The Well-Ordering Principle

First, let’s agree on calling the set of counting numbers {1,2,3,4,…} the natural numbers and denote them by a fancy-looking N that’s almost like two N’s written on top of each other: \mathbb{N}. With that taken care of, what would happen if we took some non-empty subset of these numbers? For example, the even numbers {2,4,6,8,…}. Or, maybe {5,120,200}. Or, maybe just the number {10}.

Notice how all of the sets have a smallest number in them. The number 2 is the smallest even number, 5 is the smallest number in {5,120,200}, and 10 is the smallest number of {10}.

Challenge: Can you think of a non-empty subset of \mathbb{N} that does NOT have a smallest number?

I sure hope not, since the well-ordering principle says you can’t!

Well-Ordering: Every non-empty subset of number(s) from \mathbb{N} contains a smallest number. Simple.

Some people when hearing this for the first time say something along the lines of, “That’s so obviously true! why is is a principle?” But this misses the point in my opinion. A goal of mathematics is to deduce truth from truth, in a manner of speaking. In order to do so, we must try to come up with some ground truths that are hard to argue with. Things that we can take to be like Newton’s laws of mechanics, but for math. And well-ordering can be one of these laws or axioms of mathematics.

Since almost no one I know has issues with the well-ordering principle we could take it to be one of those ground truths we just mentioned. Then we might try to find out what it might imply.

The Principle of Induction

Ugh… another principle… Yes, but this one seems to have more substance.
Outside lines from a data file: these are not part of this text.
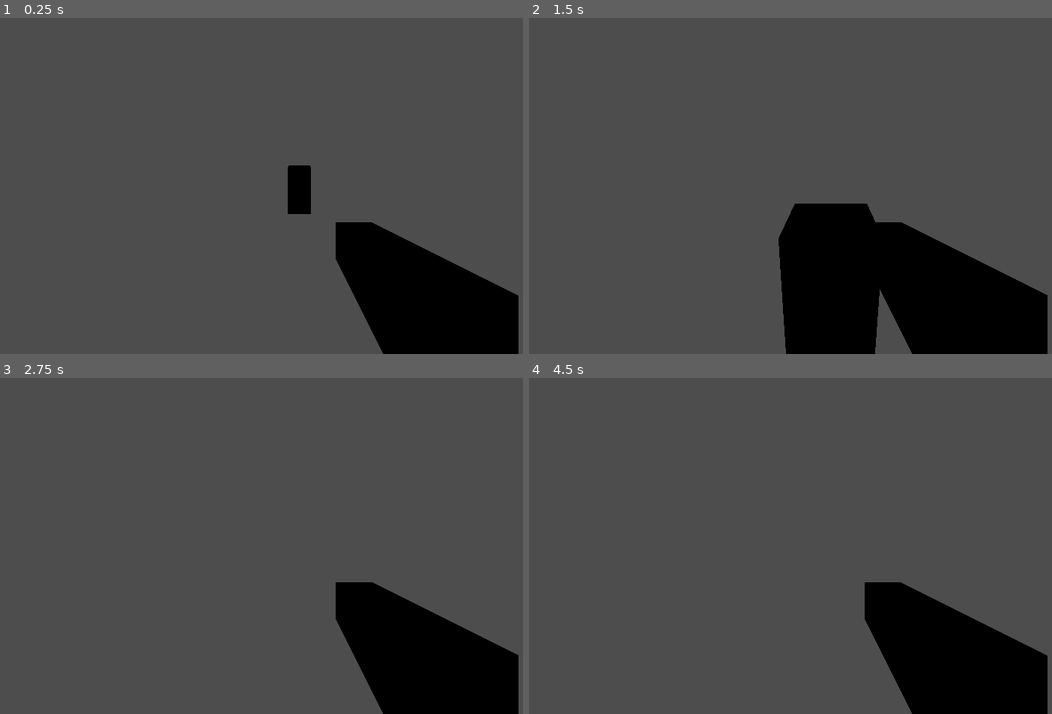
Above: before the commit, frames 1-4 (two rows, left to right).
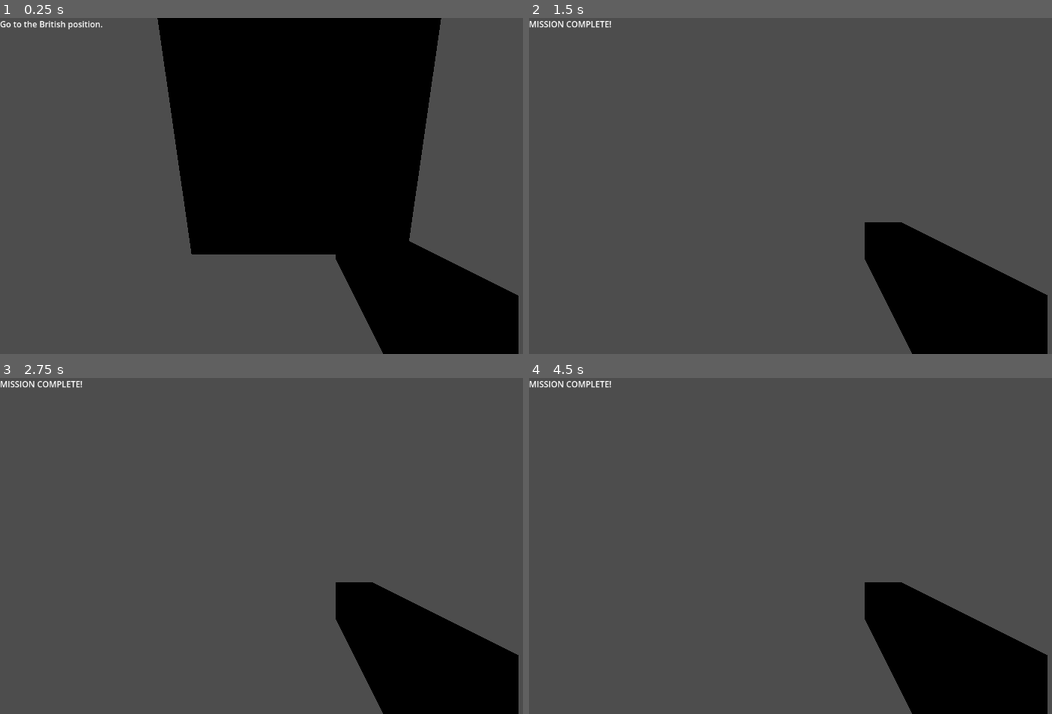
Above: after the commit, the same moments.

Repository: TheExpert24/America250-production
Game: Godot game, scene res://main_3d.tscn
Same seed, same stepped clock (60 frames per second), same inputs: the game is played once before the commit and once after it.
Inputs (mouse positions are in pixels of both pictures, inside the frame that each line leads up to):
- Up to frame 1 (0.25 s): no input
- Up to frame 2 (1.5 s): tap Enter at 0.5 s; move the mouse to (863, 186) at 0.52 s; hold Up (ui_up) from 0.53 s (still down); click (863, 186) at 0.67 s; move the mouse to (800, 186) at 1.27 s; click (800, 186) at 1.42 s
- Up to frame 3 (2.75 s): keep holding Up (ui_up); move the mouse to (313, 539) at 2.02 s; click (313, 539) at 2.17 s
- Up to frame 4 (4.5 s): tap Space at 2.75, 4.25 s; move the mouse to (821, 552) at 2.77 s; click (821, 552) at 2.92 s; tap Enter at 3.5 s; move the mouse to (874, 549) at 3.52 s; click (874, 549) at 3.67 s; tap Escape (ui_cancel) at 4.15 s; move the mouse to (649, 495) at 4.27 s; release Up (ui_up) at 4.28 s; hold Left (ui_left) from 4.28 s (still down); click (649, 495) at 4.42 s

The runs differ from the first frame. In frame 1, 32% of the frame differs, in the area x 0-85%, y 0-71%; in frame 2, 7.8%; in frame 3, 0.2%; in frame 4, 0.2%.

Commit message:
finished objectives and improved the enemy's movements after it was shot

Diff:
--- a/Bullet.gd
+++ /dev/null
@@ -1,7 +0,0 @@
-extends Area2D
-
-var direction = Vector2.ZERO
-@export var speed = 300
-
-func _process(delta):
-	position += direction * speed * delta
--- a/Bullet.tscn
+++ b/Bullet.tscn
@@ -1,9 +1,17 @@
 [gd_scene format=3 uid="uid://gi8s8bqv0rdb"]
 
-[ext_resource type="Script" uid="uid://d28a7gkr685xi" path="res://Bullet.gd" id="1_ayd6b"]
+[sub_resource type="GDScript" id="GDScript_x3e43"]
+script/source = "extends Area2D
+
+var direction = Vector2.ZERO
+@export var speed = 300
+
+func _process(delta):
+	position += direction * speed * delta
+"
 
 [node name="Bullet" type="Area2D" unique_id=1050010437]
-script = ExtResource("1_ayd6b")
+script = SubResource("GDScript_x3e43")
 
 [node name="ColorRect" type="ColorRect" parent="." unique_id=1229614411]
 custom_minimum_size = Vector2(10, 10)
--- a/Camera_2d.gd
+++ /dev/null
@@ -1,6 +0,0 @@
-extends Camera2D
-
-@export var follow_strength := 0.1
-
-func _process(delta):
-	global_position = global_position.lerp(get_parent().global_position, follow_strength)
--- a/Enemy.gd
+++ b/Enemy.gd
@@ -5,6 +5,9 @@
 
 var attack_timer := 0.0
 var player
+
+var retreating := false
+var retreat_timer := 0.0
 
 @onready var mesh = $MeshInstance3D
 
@@ -28,6 +31,10 @@
 		return
 
 	health -= amount
+
+	retreating = true
+	retreat_timer = 1.0
+
 	print("Enemy HP:", health)
 
 	if health <= 0:
@@ -36,13 +43,25 @@
 
 
 func _process(delta):
-	if !player or !player.alive or !alive:
+	if !player or !player.alive or !alive or player.game_finished:
 		return
 
 	attack_timer -= delta
 
-	var direction = (player.global_position - global_position).normalized()
-	global_position += direction * 2.0 * delta
+	if retreating:
+
+		retreat_timer -= delta
+
+		var dir = (global_position - player.global_position).normalized()
+		global_position += dir * 1.0 * delta
+
+		if retreat_timer <= 0:
+			retreating = false
+
+	else:
+
+		var dir = (player.global_position - global_position).normalized()
+		global_position += dir * 2.0 * delta
 
 	look_at(
 		Vector3(
@@ -53,6 +72,9 @@
 		Vector3.UP
 	)
 
+	if player.game_finished:
+		return
+
 	if global_position.distance_to(player.global_position) < 1.5:
 		if attack_timer <= 0:
 			player.take_damage(10)
--- a/Main.gd
+++ /dev/null
@@ -1,8 +0,0 @@
-extends Node2D
-
-@onready var enemy_scene = preload("res://Enemy.tscn")
-
-func _ready():
-	var enemy = enemy_scene.instantiate()
-	add_child(enemy)
-	enemy.global_position = Vector2(600, 200)
--- a/crosshair.gd
+++ /dev/null
@@ -1,4 +0,0 @@
-extends Node2D
-
-func _process(delta):
-	global_position = get_global_mouse_position()
--- a/gun.gd
+++ /dev/null
@@ -1,16 +0,0 @@
-extends Node3D
-
-@export var sway_strength := 0.02
-@export var return_speed := 8.0
-
-var target_rotation := Vector3.ZERO
-
-
-func _process(delta):
-	var mouse_input = Input.get_last_mouse_velocity()
-
-	target_rotation.y = -mouse_input.x * sway_strength
-	target_rotation.x = -mouse_input.y * sway_strength
-
-	rotation.x = lerp(rotation.x, target_rotation.x, return_speed * delta)
-	rotation.y = lerp(rotation.y, target_rotation.y, return_speed * delta)
--- a/main.tscn
+++ b/main.tscn
@@ -1,13 +1,39 @@
 [gd_scene format=3 uid="uid://bf4l3x58hhme0"]
 
 [ext_resource type="Script" uid="uid://dxkwutir1x60s" path="res://player.gd" id="1_0xm2m"]
-[ext_resource type="Script" uid="uid://cw2h651f8bcl4" path="res://Main.gd" id="1_1bvp3"]
-[ext_resource type="Texture2D" uid="uid://b4ua1rkatt8jq" path="res://player.png" id="2_h2yge"]
-[ext_resource type="Script" uid="uid://c66kl75pf35p" path="res://crosshair.gd" id="3_h2yge"]
-[ext_resource type="Script" uid="uid://bdt6esvas65yb" path="res://Camera_2d.gd" id="4_lquwl"]
+
+[sub_resource type="GDScript" id="GDScript_ig7tw"]
+script/source = "extends Node2D
+
+@onready var enemy_scene = preload(\"res://Enemy.tscn\")
+
+func _ready():
+	var enemy = enemy_scene.instantiate()
+	add_child(enemy)
+	enemy.global_position = Vector2(600, 200)
+"
+
+[sub_resource type="CompressedTexture2D" id="CompressedTexture2D_0xm2m"]
+load_path = "res://.godot/imported/player.png-2dd0af52de4b213777cd8c9df94c0978.ctex"
+
+[sub_resource type="GDScript" id="GDScript_h2yge"]
+script/source = "extends Camera2D
+
+@export var follow_strength := 0.1
+
+func _process(delta):
+	global_position = global_position.lerp(get_parent().global_position, follow_strength)
+"
+
+[sub_resource type="GDScript" id="GDScript_1bvp3"]
+script/source = "extends Node2D
+
+func _process(delta):
+	global_position = get_global_mouse_position()
+"
 
 [node name="Main" type="Node2D" unique_id=1390226069]
-script = ExtResource("1_1bvp3")
+script = SubResource("GDScript_ig7tw")
 
 [node name="Player" type="CharacterBody2D" parent="." unique_id=1036250430 groups=["player"]]
 position = Vector2(367, 202)
@@ -16,15 +42,15 @@
 
 [node name="Sprite2D" type="Sprite2D" parent="Player" unique_id=1441082462]
 visible = false
-texture = ExtResource("2_h2yge")
+texture = SubResource("CompressedTexture2D_0xm2m")
 
 [node name="Camera2D" type="Camera2D" parent="Player" unique_id=1579196824]
 position_smoothing_enabled = true
 position_smoothing_speed = 10.0
-script = ExtResource("4_lquwl")
+script = SubResource("GDScript_h2yge")
 
 [node name="Crosshair" type="Node2D" parent="." unique_id=500134813]
-script = ExtResource("3_h2yge")
+script = SubResource("GDScript_1bvp3")
 
 [node name="ColorRect" type="ColorRect" parent="Crosshair" unique_id=1039976222]
 offset_right = 5.0
--- a/main_3d.tscn
+++ b/main_3d.tscn
@@ -3,9 +3,12 @@
 [ext_resource type="Script" uid="uid://dxkwutir1x60s" path="res://player.gd" id="1_wiwsh"]
 [ext_resource type="AudioStream" uid="uid://bic3dvaj8ma3" path="res://musketshot.mp3" id="2_ndnd3"]
 [ext_resource type="Script" uid="uid://c3fmkactngqfg" path="res://Enemy.gd" id="2_pt58c"]
+[ext_resource type="Script" uid="uid://qwjvwquq0bpy" path="res://objective_trigger.gd" id="4_nrwyk"]
 
 [sub_resource type="BoxMesh" id="BoxMesh_aas03"]
 size = Vector3(50, 1, 50)
+
+[sub_resource type="CapsuleShape3D" id="CapsuleShape3D_nrwyk"]
 
 [sub_resource type="BoxMesh" id="BoxMesh_pt58c"]
 size = Vector3(0.2, 0.2, 0.8)
@@ -14,6 +17,11 @@
 size = Vector3(1, 2, 1)
 
 [sub_resource type="BoxShape3D" id="BoxShape3D_pt58c"]
+
+[sub_resource type="BoxShape3D" id="BoxShape3D_ndnd3"]
+
+[sub_resource type="BoxMesh" id="BoxMesh_nrwyk"]
+size = Vector3(5, 5, 5)
 
 [node name="Main3D" type="Node3D" unique_id=1747885889]
 
@@ -26,6 +34,8 @@
 script = ExtResource("1_wiwsh")
 
 [node name="CollisionShape3D" type="CollisionShape3D" parent="Player" unique_id=1051961305]
+transform = Transform3D(1, 0, 0, 0, 1, 0, 0, 0, 1, 0, 1, 0)
+shape = SubResource("CapsuleShape3D_nrwyk")
 
 [node name="Neck" type="Node3D" parent="Player" unique_id=1767215771]
 
@@ -66,3 +76,20 @@
 theme_override_colors/font_color = Color(1, 0, 0, 1)
 theme_override_font_sizes/font_size = 64
 text = "X"
+
+[node name="ObjectiveLabel" type="Label" parent="UI" unique_id=1720265679]
+offset_right = 40.0
+offset_bottom = 23.0
+text = "Go to the British position."
+
+[node name="ObjectiveTrigger" type="Area3D" parent="." unique_id=45674894]
+transform = Transform3D(5, 0, 0, 0, 5, 0, 0, 0, 5, 0, 2, -20)
+script = ExtResource("4_nrwyk")
+
+[node name="CollisionShape3D" type="CollisionShape3D" parent="ObjectiveTrigger" unique_id=1428620128]
+transform = Transform3D(10, 0, 0, 0, 10, 0, 0, 0, 10, 0, 0, -3)
+shape = SubResource("BoxShape3D_ndnd3")
+
+[node name="MeshInstance3D" type="MeshInstance3D" parent="ObjectiveTrigger" unique_id=103752398]
+transform = Transform3D(1, 0, 0, 0, 1, 0, 0, 0, 1, 0, 0, -3)
+mesh = SubResource("BoxMesh_nrwyk")
--- a/objective.gd
+++ /dev/null
@@ -1,14 +0,0 @@
-extends Area3D
-
-var completed := false
-
-func _ready():
-	body_entered.connect(_on_body_entered)
-
-func _on_body_entered(body):
-	if completed:
-		return
-
-	if body.name == "Player":
-		completed = true
-		print("MISSION COMPLETE")
--- /dev/null
+++ b/objective_trigger.gd
@@ -0,0 +1,24 @@
+extends Area3D
+
+var completed := false
+
+func _ready():
+	body_entered.connect(_on_body_entered)
+
+func _on_body_entered(body):
+
+	if completed:
+		return
+
+	if body.name != "Player":
+		return
+
+	completed = true
+
+	get_parent().get_node("UI/ObjectiveLabel").text = "MISSION COMPLETE!"
+
+	body.game_finished = true
+
+	print("MISSION COMPLETE")
+
+	queue_free()
--- a/player.gd
+++ b/player.gd
@@ -1,6 +1,6 @@
 extends CharacterBody3D
 
-@export var speed := 5.0
+@export var speed := 12.0
 
 var alive := true
 var health := 100
@@ -8,6 +8,8 @@
 var ads := false
 var can_shoot := true
 var fire_rate := 0.25
+
+var game_finished := false
 
 @onready var neck = $Neck
 @onready var camera = $Neck/Camera3D
@@ -26,7 +28,7 @@
 
 
 func take_damage(amount):
-	if !alive:
+	if !alive or game_finished:
 		return
 
 	health -= amount
@@ -44,53 +46,48 @@
 
 func _unhandled_input(event):
 
+	# ALWAYS allow ESC to release mouse
 	if event.is_action_pressed("ui_cancel"):
 		Input.mouse_mode = Input.MOUSE_MODE_VISIBLE
+		return
+
+	# Block everything else after game ends
+	if game_finished:
+		return
 
 	if event is InputEventMouseButton and event.pressed:
 		Input.mouse_mode = Input.MOUSE_MODE_CAPTURED
 
-	# ADS
 	if event is InputEventMouseButton:
 		if event.button_index == MOUSE_BUTTON_RIGHT:
 			ads = event.pressed
 
-	# SHOOT
 	if event is InputEventMouseButton:
 		if event.button_index == MOUSE_BUTTON_LEFT and event.pressed:
 			shoot()
 
-	# MOUSE LOOK
 	if event is InputEventMouseMotion and Input.mouse_mode == Input.MOUSE_MODE_CAPTURED:
 
 		var sens := 0.0015
-
 		if ads:
 			sens = 0.0007
 
 		rotate_y(-event.relative.x * sens)
 		neck.rotate_x(-event.relative.y * sens)
 
-		neck.rotation.x = clamp(
-			neck.rotation.x,
-			deg_to_rad(-80),
-			deg_to_rad(80)
-		)
+		neck.rotation.x = clamp(neck.rotation.x, deg_to_rad(-80), deg_to_rad(80))
 
 
 func _physics_process(delta):
-	if !alive:
+	if !alive or game_finished:
 		return
 
-	# ADS Zoom
 	var target_fov := 75.0
-
 	if ads:
 		target_fov = 50.0
 
 	camera.fov = lerp(camera.fov, target_fov, 0.2)
 
-	# Movement
 	var input_dir = Vector2.ZERO
 
 	if Input.is_action_pressed("ui_up"):
@@ -135,8 +132,6 @@
 	if result:
 		var collider = result["collider"]
 
-		print("HIT:", collider)
-
 		if collider.has_method("take_damage"):
 			collider.take_damage(25)
 			collider.flash()
Not shown, removed: Bullet.gd.uid
Not shown, removed: Camera_2d.gd.uid
Not shown, removed: Main.gd.uid
Not shown, removed: crosshair.gd.uid
Not shown, removed: freesound_community-old-musket-bang-95873.mp3.import
Not shown, removed: gun.gd.uid
Not shown, removed: objective.gd.uid
Not shown, added: objective_trigger.gd.uid
Binary file removed: player.png
Not shown, removed: player.png.import
Not shown, removed: freesound_community-old-musket-bang-95873.mp3

I already discussed induction in a recent blog post, here. So I recommend you check that one out if you are unfamiliar with induction. But, just in case you don’t want to have to read a whole other blog post here’s a brief description:

Induction states: Let the proposition that we want to prove be denoted P(n). If (i) If P(1) is true and (ii) P(n) being true implies the truth of P(n+1), then induction states that P(n) is true for all natural numbers in \mathbb{N}.

Why might this principle be true?

Well, if you show P(1) is true then we know at least the proposition with n=1 is true. But, if you show P(n) implies P(n+1) for any n, then P(1) implies P(2). And P(2) implies P(3). And P(3) implies P(4). And so on until … And P(100) implies P(101). And to infinity and beyond!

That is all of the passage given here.